Louis Johnson, who was a part of Mayo's inner circle until recently, said Mayo accepted around $30,000 in cash and gifts during the past four years from Rodney Guillory, a 43-year-old Los Angeles event promoter. In addition to cash, the gifts included a flat-screen television for Mayo's dorm room, cell phone service, a hotel room, clothes, meals and airline tickets for Mayo's friends and a relative, according to Johnson, others with knowledge of the gifts and store receipts.
When Mayo was in high school in Ohio and West Virginia, Guillory was receiving monthly payments from the Northern California sports agency Bill Duffy Associates. Johnson said BDA provided Guillory with around $200,000 before Mayo arrived at USC, and that Guillory used most of the money to support his own lifestyle but also gave a portion of it to Mayo.
In exchange for the payments and gifts, Mayo entered into a verbal agreement to allow BDA represent him when he turned pro, Johnson told "Outside the Lines."

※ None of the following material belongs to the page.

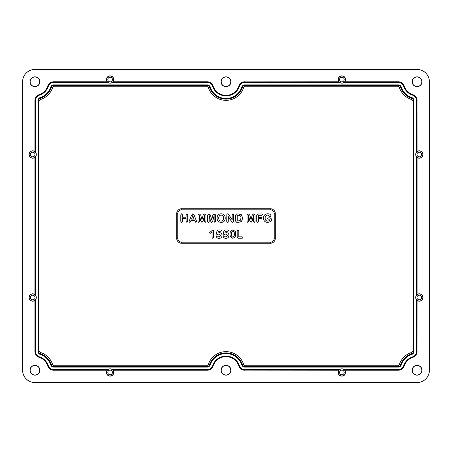 <?xml version="1.0" encoding="UTF-8"?>
<svg xmlns="http://www.w3.org/2000/svg" width="452" height="452" viewBox="0 0 452 452"><rect width="100%" height="100%" fill="white"/><g stroke="black" fill="none" stroke-linecap="round" stroke-linejoin="round"><path stroke-width="0.68" d="M230.763 81.772A4.763 4.763 0 0 1 226 86.535A4.763 4.763 0 0 1 221.237 81.772A4.763 4.763 0 0 1 226 77.01A4.763 4.763 0 0 1 230.763 81.772M221.068 81.772A4.932 4.932 0 0 0 226 86.699A4.932 4.932 0 0 0 230.932 81.772A4.932 4.932 0 0 0 226 76.84A4.932 4.932 0 0 0 221.068 81.772M221.237 370.228A4.763 4.763 0 0 1 226 365.465A4.763 4.763 0 0 1 230.763 370.228A4.763 4.763 0 0 1 226 374.99A4.763 4.763 0 0 1 221.237 370.228M230.932 370.228A4.932 4.932 0 0 0 226 365.301A4.932 4.932 0 0 0 221.068 370.228A4.932 4.932 0 0 0 226 375.16A4.932 4.932 0 0 0 230.932 370.228M39.691 81.772A4.763 4.763 0 0 1 34.928 86.535A4.763 4.763 0 0 1 30.165 81.772A4.763 4.763 0 0 1 34.928 77.01A4.763 4.763 0 0 1 39.691 81.772M29.996 81.772A4.932 4.932 0 0 0 34.928 86.699A4.932 4.932 0 0 0 39.861 81.772A4.932 4.932 0 0 0 34.928 76.84A4.932 4.932 0 0 0 29.996 81.772M30.165 370.228A4.763 4.763 0 0 1 34.928 365.465A4.763 4.763 0 0 1 39.691 370.228A4.763 4.763 0 0 1 34.928 374.99A4.763 4.763 0 0 1 30.165 370.228M39.861 370.228A4.932 4.932 0 0 0 34.928 365.301A4.932 4.932 0 0 0 29.996 370.228A4.932 4.932 0 0 0 34.928 375.16A4.932 4.932 0 0 0 39.861 370.228M421.835 370.228A4.763 4.763 0 0 1 417.072 374.99A4.763 4.763 0 0 1 412.309 370.228A4.763 4.763 0 0 1 417.072 365.465A4.763 4.763 0 0 1 421.835 370.228M412.139 370.228A4.932 4.932 0 0 0 417.072 375.16A4.932 4.932 0 0 0 422.004 370.228A4.932 4.932 0 0 0 417.072 365.301A4.932 4.932 0 0 0 412.139 370.228M412.309 81.772A4.763 4.763 0 0 1 417.072 77.01A4.763 4.763 0 0 1 421.835 81.772A4.763 4.763 0 0 1 417.072 86.535A4.763 4.763 0 0 1 412.309 81.772M422.004 81.772A4.932 4.932 0 0 0 417.072 76.84A4.932 4.932 0 0 0 412.139 81.772A4.932 4.932 0 0 0 417.072 86.699A4.932 4.932 0 0 0 422.004 81.772M345.577 372.448A3.701 3.701 0 0 0 344.836 370.228L344.147 369.651A3.599 3.599 0 0 0 339.605 369.651L338.915 370.228A3.701 3.701 0 0 0 341.876 376.149A3.701 3.701 0 0 0 345.577 372.448M35.505 152.234L35.505 100.508A5.588 5.588 0 0 1 39.347 95.202L39.188 94.734A6.079 6.079 0 0 0 35.013 100.508L35.013 151.719L35.505 152.234A3.599 3.599 0 0 1 35.505 156.771L34.928 157.46L34.928 294.54A3.701 3.701 0 0 0 29.013 297.501A3.701 3.701 0 0 0 34.928 300.456L35.505 299.766A3.599 3.599 0 0 0 35.505 295.229L34.928 294.54M35.013 151.719L34.928 151.544A3.701 3.701 0 0 0 29.013 154.499A3.701 3.701 0 0 0 34.928 157.46M416.495 351.492L416.987 351.492L416.987 300.281L416.495 299.766L416.495 351.492A5.588 5.588 0 0 1 412.653 356.797L412.812 357.266A6.079 6.079 0 0 0 416.987 351.492L417.072 300.456A3.701 3.701 0 0 0 422.987 297.501A3.701 3.701 0 0 0 417.072 294.54L416.495 295.229L416.495 156.771A3.599 3.599 0 0 1 416.495 152.234L417.072 151.544L416.987 100.508A6.079 6.079 0 0 0 412.812 94.734A13.645 13.645 0 0 1 404.111 86.033A6.079 6.079 0 0 0 398.336 81.857L344.661 81.857L344.147 82.349A3.599 3.599 0 0 1 339.605 82.349L338.915 81.772L244.735 81.857A6.079 6.079 0 0 0 238.961 86.033A13.645 13.645 0 0 1 213.039 86.033A6.079 6.079 0 0 0 207.265 81.857L113.085 81.772A3.701 3.701 0 0 0 110.124 75.851A3.701 3.701 0 0 0 107.164 81.772L107.853 82.349A3.599 3.599 0 0 0 112.395 82.349L112.91 81.857M416.495 299.766A3.599 3.599 0 0 1 416.495 295.229M417.072 294.54L417.072 157.46L416.495 156.771M417.072 157.46A3.701 3.701 0 0 0 422.987 154.499A3.701 3.701 0 0 0 417.072 151.544M344.661 81.857L344.836 81.772A3.701 3.701 0 0 0 341.876 75.851A3.701 3.701 0 0 0 338.915 81.772M106.423 372.448A3.701 3.701 0 0 0 110.124 376.149A3.701 3.701 0 0 0 113.085 370.228L112.395 369.651A3.599 3.599 0 0 0 107.853 369.651L107.164 370.228A3.701 3.701 0 0 0 106.423 372.448M181.619 208.739A4.932 4.932 0 0 0 176.692 213.672L176.692 238.328A4.932 4.932 0 0 0 181.619 243.261L270.381 243.261A4.932 4.932 0 0 0 275.308 238.328L275.308 213.672A4.932 4.932 0 0 0 270.381 208.739L181.619 208.739L181.619 209.807A3.865 3.865 0 0 0 177.76 213.672L177.76 238.328A3.865 3.865 0 0 0 181.619 242.193L270.381 242.193A3.865 3.865 0 0 0 274.24 238.328L274.24 213.672A3.865 3.865 0 0 0 270.381 209.807L181.619 209.807M344.147 82.349L398.336 82.349L398.336 81.772L344.836 81.772M398.336 81.772A6.164 6.164 0 0 1 404.19 86.01A13.56 13.56 0 0 0 412.834 94.654A6.164 6.164 0 0 1 417.072 100.508M417.072 351.492A6.164 6.164 0 0 1 412.834 357.346A13.56 13.56 0 0 0 404.19 365.99A6.164 6.164 0 0 1 398.336 370.228L398.336 370.143A6.079 6.079 0 0 0 404.111 365.967A13.645 13.645 0 0 1 412.812 357.266L412.834 357.346M344.836 370.228L398.336 370.228M339.605 369.651L244.735 369.651A5.588 5.588 0 0 1 239.43 365.809L238.961 365.967A6.079 6.079 0 0 0 244.735 370.143L338.915 370.228M244.735 370.228A6.164 6.164 0 0 1 238.882 365.99A13.56 13.56 0 0 0 213.118 365.99A6.164 6.164 0 0 1 207.265 370.228L207.265 370.143A6.079 6.079 0 0 0 213.039 365.967A13.645 13.645 0 0 1 238.961 365.967L238.882 365.99M113.085 370.228L207.265 370.228M34.928 300.456L34.928 351.492A6.164 6.164 0 0 0 39.166 357.346A13.56 13.56 0 0 1 47.81 365.99A6.164 6.164 0 0 0 53.664 370.228L107.164 370.228M107.164 81.772L53.664 81.772A6.164 6.164 0 0 0 47.81 86.01A13.56 13.56 0 0 1 39.166 94.654A6.164 6.164 0 0 0 34.928 100.508L34.928 151.544M244.735 81.772A6.164 6.164 0 0 0 238.882 86.01A13.56 13.56 0 0 1 213.118 86.01A6.164 6.164 0 0 0 207.265 81.772L113.085 81.772M22.6 81.767L22.6 370.233A12.334 12.328 135 0 0 34.923 382.556L417.077 382.556A12.334 12.328 45 0 0 429.4 370.233L429.4 81.767A12.334 12.328 135 0 0 417.077 69.444L34.923 69.444A12.334 12.328 45 0 0 22.6 81.767M235.328 231.492L235.763 234.142L235.243 236.933L232.865 238.357L230.266 236.492L229.938 234.238L230.3 231.543L232.808 229.836L235.328 231.492L235.741 234.142L235.226 236.921L232.865 238.334L230.288 236.486L229.961 234.238L230.317 231.548L232.808 229.859L235.311 231.497M227.712 213.779L228.87 214.796L232.147 219.712L232.147 214.745L232.893 213.779L233.656 214.745L233.656 221.31L232.763 222.412L231.464 221.418L228.266 216.587L228.266 221.446L227.509 222.412L226.757 221.44L226.842 214.361L227.712 213.779L228.87 214.796M217.045 218.073C217.129 215.395 218.485 213.965 221.118 213.779C223.791 213.943 225.169 215.378 225.243 218.084C225.175 220.785 223.813 222.226 221.152 222.412C218.491 222.22 217.124 220.774 217.045 218.073L217.067 218.073C217.146 215.406 218.497 213.988 221.118 213.802C223.78 213.965 225.147 215.389 225.226 218.084C225.152 220.774 223.796 222.209 221.152 222.39C218.502 222.203 217.141 220.762 217.067 218.073M181.608 213.779L182.422 214.813L182.422 217.231L186.088 217.231L186.088 214.813L186.891 213.779L187.71 214.807L187.71 221.378L186.891 222.412L186.088 221.395L186.088 218.632L182.422 218.632L182.422 221.395L181.608 222.412L180.806 221.378L180.806 214.807L181.608 213.779L182.422 214.813L182.399 217.254L186.088 217.231M237.967 229.729L238.78 230.757L238.78 236.848L242.204 236.848L243.052 237.554L242.204 238.249L238.153 238.249L237.164 237.21L237.164 230.757L237.967 229.729L238.78 230.757L238.78 236.848M195.846 222.412L194.484 220.361L191.128 220.361L189.8 222.412L189.004 221.644L191.36 215.367L192.801 213.779L194.253 215.355L196.66 221.638L195.846 222.412L194.496 220.339L191.111 220.339L189.8 222.39L189.026 221.644L191.377 215.378L192.801 213.802L194.23 215.367L196.388 220.751L196.637 221.638L195.846 222.39M201.948 222.412L200.807 221.017L199.468 215.723L199.468 221.457L198.705 222.412L197.953 221.463L197.953 214.915L199.513 213.994L200.728 215.095L201.948 219.604L203.146 215.095L204.372 213.994L205.937 214.915L205.937 221.463L205.174 222.412L204.428 221.457L204.428 215.723L203.084 221.017L201.948 222.412L200.807 221.017M211.655 222.412L210.519 221.017L209.174 215.723L209.174 221.457L208.417 222.412L207.666 221.463L207.666 214.915L209.219 213.994L210.44 215.095L211.655 219.604L212.858 215.095L214.078 213.994L215.644 214.915L215.644 221.463L214.881 222.412L214.135 221.457L214.135 215.723L212.79 221.017L211.655 222.412L210.519 221.017M235.599 215.028L236.588 213.994L238.803 213.994L241.408 214.728L242.718 218.13L241.475 221.52L238.859 222.299L236.667 222.299L235.599 221.118L235.599 215.028L236.594 214.016L238.803 214.016L241.391 214.745L242.696 218.13L241.458 221.503L238.859 222.282L236.667 222.282L235.622 221.118L235.622 215.028M251.024 222.412L249.888 221.017L248.543 215.723L248.543 221.457L247.786 222.412L247.035 221.463L247.035 214.915L248.589 213.994L249.809 215.095L251.024 219.604L252.227 215.095L253.453 213.994L255.013 214.915L255.013 221.463L254.25 222.412L253.504 221.457L253.504 215.723L252.159 221.017L251.024 222.412L249.888 221.017M261.685 215.271L258.335 215.271L258.335 217.361L261.143 217.361L261.889 217.988L261.143 218.632L258.335 218.615L258.358 221.378L257.555 222.39L256.764 221.39L256.764 215.022L257.73 214.016L261.685 214.016L262.459 214.638L261.685 215.293L258.358 215.293L258.358 217.339L261.143 217.339L261.906 217.988L261.143 218.632L258.358 218.632L258.358 221.378L257.555 222.412L256.742 221.39L256.742 215.022L257.73 213.994L261.685 213.994L262.482 214.638L261.685 215.293M270.697 221.616L267.708 222.39C265.002 222.237 263.584 220.808 263.448 218.096C263.589 215.35 265.036 213.915 267.793 213.802C269.494 213.745 270.612 214.468 271.138 215.971L270.375 216.717L267.691 215.073C265.968 215.259 265.115 216.259 265.132 218.05C265.092 219.909 265.957 220.932 267.737 221.135L269.923 220.536L269.923 219.152L268.578 219.175L267.635 218.536L268.364 217.881L270.273 217.904L271.409 218.887L271.409 220.486L270.708 221.633L267.708 222.412C264.991 222.26 263.561 220.819 263.431 218.096C263.572 215.333 265.025 213.898 267.793 213.779C269.505 213.717 270.624 214.446 271.16 215.971L270.375 216.734L267.691 215.073C265.985 215.276 265.138 216.271 265.154 218.05C265.115 219.898 265.974 220.915 267.737 221.113L269.9 220.525L269.9 219.175L268.578 219.175L267.612 218.536L268.364 217.881L270.273 217.881L271.409 218.887L271.386 220.486L270.708 221.633M212.056 232.277L210.084 233.373L209.496 232.763L212.892 229.859L213.519 230.712L213.519 237.215L212.779 238.334L212.033 237.447L212.033 232.317L210.084 233.396L209.479 232.763L212.892 229.836L213.542 230.712L213.542 237.215L212.779 238.357L212.033 237.447L212.033 232.317M221.836 230.599L221.017 231.238L218.31 231.238L217.988 233.102L219.48 232.639C221.096 232.814 221.955 233.718 222.062 235.356C221.938 237.227 220.938 238.227 219.073 238.357C217.553 238.39 216.615 237.695 216.259 236.277L216.909 235.661L219.096 237.277L220.553 235.526L219.118 233.825L217.163 234.661L216.451 233.995L216.994 230.848L217.994 229.944L220.983 229.944L221.836 230.599L221.017 231.238L218.31 231.238M228.74 230.599L227.915 231.238L225.215 231.238L224.893 233.102L226.379 232.639C227.994 232.814 228.859 233.718 228.966 235.356C228.842 237.227 227.842 238.227 225.977 238.357C224.458 238.39 223.52 237.695 223.164 236.277L223.813 235.661L226 237.277L227.458 235.526L226.023 233.825L224.068 234.661L223.356 233.995L223.893 230.848L224.898 229.944L227.881 229.944L228.74 230.599L227.915 231.238L225.198 231.215L224.893 233.102M186.111 217.254L186.111 214.813L186.891 213.802L187.687 214.807L187.687 221.378L186.891 222.39L186.111 221.395L186.111 218.615L182.399 218.615L182.422 221.395L181.608 222.39L180.828 221.378L180.806 214.807M180.828 214.807L181.608 213.802M191.535 219.09L194.061 219.09L192.784 215.547L191.535 219.09L194.032 219.067L192.784 215.615L191.563 219.067M200.829 221.011L199.445 215.547L199.445 221.457L198.705 222.39L197.976 221.463L197.976 214.915L199.513 214.016L200.711 215.101L201.948 219.689L203.168 215.101L204.372 214.016L205.914 214.915L205.914 221.463L205.174 222.39L204.451 221.457L204.451 215.547L203.061 221.011L201.948 222.39M210.536 221.011L209.152 215.547L209.174 221.457L208.417 222.39L207.683 221.463L207.683 214.915L209.219 214.016L210.417 215.101L211.655 219.689L212.875 215.101L214.078 214.016L215.644 214.915L215.644 221.463L214.881 222.39L214.158 221.457L214.158 215.547L212.773 221.011L211.655 222.39M223.542 218.073C223.593 216.31 222.785 215.305 221.118 215.056C219.486 215.327 218.695 216.333 218.751 218.073C218.695 219.83 219.491 220.853 221.141 221.135C222.802 220.853 223.599 219.836 223.542 218.073L223.52 218.073C223.57 216.322 222.768 215.321 221.118 215.073L221.118 215.073C219.502 215.344 218.717 216.344 218.774 218.073C218.717 219.819 219.508 220.836 221.141 221.113C222.785 220.836 223.576 219.825 223.52 218.073M228.848 214.807L232.17 219.785L232.147 214.745L232.893 213.802L233.639 214.751L233.639 221.31L232.763 222.39L231.48 221.407L228.243 216.514L228.243 221.446L227.509 222.39L226.757 221.44L226.842 214.361M226.864 214.367L227.712 213.802M237.198 215.271L237.198 221.028L240.148 220.627L241.012 218.118C241.085 216.231 240.193 215.276 238.345 215.271L237.198 215.271L237.215 221.005L240.136 220.61L240.995 218.118C241.063 216.237 240.181 215.299 238.345 215.293L237.215 215.293M249.905 221.011L248.521 215.547L248.521 221.457L247.786 222.39L247.035 221.463L247.035 214.915L248.589 214.016L249.786 215.101L251.024 219.689L252.244 215.101L253.453 214.016L254.996 214.915L254.996 221.463L254.25 222.39L253.504 221.457L253.527 215.547L252.143 221.011L251.024 222.39M218.293 231.215L217.96 233.142L219.48 232.661C221.079 232.831 221.938 233.729 222.039 235.356C221.915 237.215 220.926 238.21 219.073 238.334L219.073 238.357C217.565 238.368 216.632 237.679 216.282 236.277L216.909 235.684L219.096 237.3L220.576 235.526L219.118 233.808L217.163 234.644L216.474 233.995L217.011 230.853L217.994 229.944L220.983 229.944L221.813 230.599M224.864 233.142L226.379 232.661C227.983 232.831 228.836 233.729 228.944 235.356C228.819 237.215 227.831 238.21 225.977 238.334L225.977 238.357C224.469 238.368 223.537 237.679 223.181 236.277L223.813 235.684L226 237.3L227.48 235.526L226.023 233.808L224.068 234.644L223.378 233.995L223.915 230.853L224.898 229.944L227.881 229.944L228.718 230.599M234.272 234.029C234.526 232.526 234.046 231.514 232.837 231C231.644 231.543 231.17 232.565 231.424 234.074C231.17 235.599 231.644 236.639 232.848 237.193C234.063 236.628 234.537 235.571 234.272 234.029L234.249 234.029C234.498 232.526 234.029 231.52 232.837 231.023C231.661 231.554 231.198 232.571 231.447 234.074C231.198 235.594 231.661 236.628 232.848 237.17C234.04 236.622 234.509 235.571 234.249 234.029M238.758 236.871L242.204 236.871L243.035 237.554L242.204 238.227L238.153 238.227L237.187 237.21L237.164 230.757M237.187 230.757L237.967 229.752M338.333 372.448A3.543 3.543 0 0 1 341.876 368.905A3.543 3.543 0 0 1 345.418 372.448A3.543 3.543 0 0 1 341.876 375.991A3.543 3.543 0 0 1 338.333 372.448M29.165 154.499A3.543 3.543 0 0 1 32.708 150.957A3.543 3.543 0 0 1 36.25 154.499A3.543 3.543 0 0 1 32.708 158.042A3.543 3.543 0 0 1 29.165 154.499M36.25 297.501A3.543 3.543 0 0 1 32.708 301.043A3.543 3.543 0 0 1 29.165 297.501A3.543 3.543 0 0 1 32.708 293.958A3.543 3.543 0 0 1 36.25 297.501M415.75 297.501A3.543 3.543 0 0 1 419.292 293.958A3.543 3.543 0 0 1 422.835 297.501A3.543 3.543 0 0 1 419.292 301.043A3.543 3.543 0 0 1 415.75 297.501M422.835 154.499A3.543 3.543 0 0 1 419.292 158.042A3.543 3.543 0 0 1 415.75 154.499A3.543 3.543 0 0 1 419.292 150.957A3.543 3.543 0 0 1 422.835 154.499M345.418 79.552A3.543 3.543 0 0 1 341.876 83.095A3.543 3.543 0 0 1 338.333 79.552A3.543 3.543 0 0 1 341.876 76.009A3.543 3.543 0 0 1 345.418 79.552M106.582 79.552A3.543 3.543 0 0 1 110.124 76.009A3.543 3.543 0 0 1 113.667 79.552A3.543 3.543 0 0 1 110.124 83.095A3.543 3.543 0 0 1 106.582 79.552M113.667 372.448A3.543 3.543 0 0 1 110.124 375.991A3.543 3.543 0 0 1 106.582 372.448A3.543 3.543 0 0 1 110.124 368.905A3.543 3.543 0 0 1 113.667 372.448M107.813 372.448A2.311 2.311 0 0 0 110.124 374.759A2.311 2.311 0 0 0 112.435 372.448A2.311 2.311 0 0 0 110.124 370.137A2.311 2.311 0 0 0 107.813 372.448M107.813 79.552A2.311 2.311 0 0 0 110.124 81.863A2.311 2.311 0 0 0 112.435 79.552A2.311 2.311 0 0 0 110.124 77.241A2.311 2.311 0 0 0 107.813 79.552M339.565 372.448A2.311 2.311 0 0 0 341.876 374.759A2.311 2.311 0 0 0 344.187 372.448A2.311 2.311 0 0 0 341.876 370.137A2.311 2.311 0 0 0 339.565 372.448M30.397 154.499A2.311 2.311 0 0 0 32.708 156.81A2.311 2.311 0 0 0 35.019 154.499A2.311 2.311 0 0 0 32.708 152.194A2.311 2.311 0 0 0 30.397 154.499M30.397 297.501A2.311 2.311 0 0 0 32.708 299.806A2.311 2.311 0 0 0 35.019 297.501A2.311 2.311 0 0 0 32.708 295.19A2.311 2.311 0 0 0 30.397 297.501M416.981 297.501A2.311 2.311 0 0 0 419.292 299.806A2.311 2.311 0 0 0 421.603 297.501A2.311 2.311 0 0 0 419.292 295.19A2.311 2.311 0 0 0 416.981 297.501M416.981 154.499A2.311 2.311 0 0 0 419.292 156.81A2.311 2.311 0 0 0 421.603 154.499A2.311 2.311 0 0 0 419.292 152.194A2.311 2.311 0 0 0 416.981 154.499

http://sports.espn.go.com/ncb/news/story?id=3390695
Here's what I don't get. The NCAA obviously doesn't really care about student athletes getting money through these shady characters that latch on to the top talents. Would it be so hard for them to set something up similar to student loans where athletes who have a professional future can get money through legal means? Its hard to blame the kids, many of whom have never had anything, for accepting gifts in return for a cut of their contract when they turn pro.